(Dataset entries)
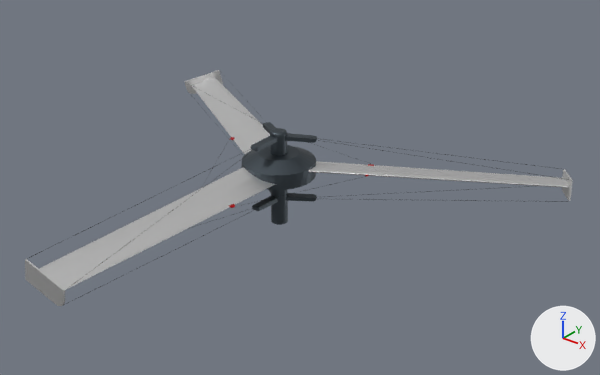
Renders of the Blender file assets/Placeholders/models/26.blend from each side of a commit.
One viewpoint serves both versions: a 50 mm camera at (54.0, -63.8, 38.1) aimed at (4.7, -2.1, -0.1). The axes (+X, +Y, +Z) are drawn at lower right. The lights are the same throughout.
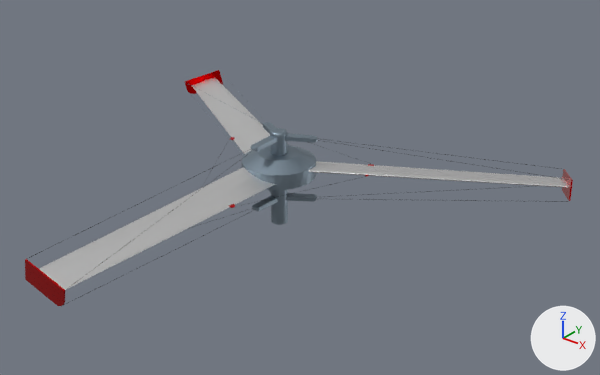
The change, as a diff of the scene's bpy script:
```diff
--- a/assets/Placeholders/models/26.blend.py
+++ b/assets/Placeholders/models/26.blend.py
@@ mat_material @@
 mat_material = principled_material('Material')
-mat_material.base_color = (0.0756, 0.0943, 0.111)  # dark blue #4e575e
+mat_material.base_color = (0.249, 0.315, 0.374)  # blue #8998a5
 mat_material.metallic = 0.881
@@ me_plane_001 @@
 me_plane_001.from_pydata(...)  # 24 vertices, 14 faces; spans x -2.6..2.6, y -0.14..0.0, z -0.87..1.35
-me_plane_001.materials.append(mat_material_001)  # light grey #e4e4e4
+me_plane_001.materials.append(mat_material_004)  # red #e70002
@@ me_plane_005 @@
 me_plane_005.from_pydata(...)  # 24 vertices, 14 faces; spans x -2.6..2.6, y -0.14..0.0, z -0.87..1.35
-me_plane_005.materials.append(mat_material_001)  # light grey #e4e4e4
+me_plane_005.materials.append(mat_material_004)  # red #e70002
```

Pixel boxes [x1, y1, x2, y2] of what changed, in the pictures (600 x 375 px):
'Cylinder.001', recoloured (grey to blue): [242, 128, 316, 225] in both
'Plane.001', recoloured (grey to red): [25, 259, 65, 306] in both
'Cube', recoloured (grey to blue): [285, 133, 569, 180] in both
'Cube.002', recoloured (grey to blue): [27, 136, 277, 289] in both
'Cube.014', recoloured: [286, 193, 569, 202] in both
'Plane.005', recoloured (grey to red): [184, 70, 223, 94] in both
'Cube.012', recoloured (grey to blue): [64, 196, 278, 305] in both
'Cube.001', recoloured: [191, 71, 276, 134] in both

• [EXERCISE]: Every record above must reappear exactly in the answer, minus its pictures.

• [RESPONSE BELOW]:
Renders of the Blender file assets/Placeholders/models/26.blend from each side of a commit.
One viewpoint serves both versions: a 50 mm camera at (54.0, -63.8, 38.1) aimed at (4.7, -2.1, -0.1). The axes (+X, +Y, +Z) are drawn at lower right. The lights are the same throughout.
The change, as a diff of the scene's bpy script:
```diff
--- a/assets/Placeholders/models/26.blend.py
+++ b/assets/Placeholders/models/26.blend.py
@@ mat_material @@
 mat_material = principled_material('Material')
-mat_material.base_color = (0.0756, 0.0943, 0.111)  # dark blue #4e575e
+mat_material.base_color = (0.249, 0.315, 0.374)  # blue #8998a5
 mat_material.metallic = 0.881
@@ me_plane_001 @@
 me_plane_001.from_pydata(...)  # 24 vertices, 14 faces; spans x -2.6..2.6, y -0.14..0.0, z -0.87..1.35
-me_plane_001.materials.append(mat_material_001)  # light grey #e4e4e4
+me_plane_001.materials.append(mat_material_004)  # red #e70002
@@ me_plane_005 @@
 me_plane_005.from_pydata(...)  # 24 vertices, 14 faces; spans x -2.6..2.6, y -0.14..0.0, z -0.87..1.35
-me_plane_005.materials.append(mat_material_001)  # light grey #e4e4e4
+me_plane_005.materials.append(mat_material_004)  # red #e70002
```

Pixel boxes [x1, y1, x2, y2] of what changed, in the pictures (600 x 375 px):
'Cylinder.001', recoloured (grey to blue): [242, 128, 316, 225] in both
'Plane.001', recoloured (grey to red): [25, 259, 65, 306] in both
'Cube', recoloured (grey to blue): [285, 133, 569, 180] in both
'Cube.002', recoloured (grey to blue): [27, 136, 277, 289] in both
'Cube.014', recoloured: [286, 193, 569, 202] in both
'Plane.005', recoloured (grey to red): [184, 70, 223, 94] in both
'Cube.012', recoloured (grey to blue): [64, 196, 278, 305] in both
'Cube.001', recoloured: [191, 71, 276, 134] in both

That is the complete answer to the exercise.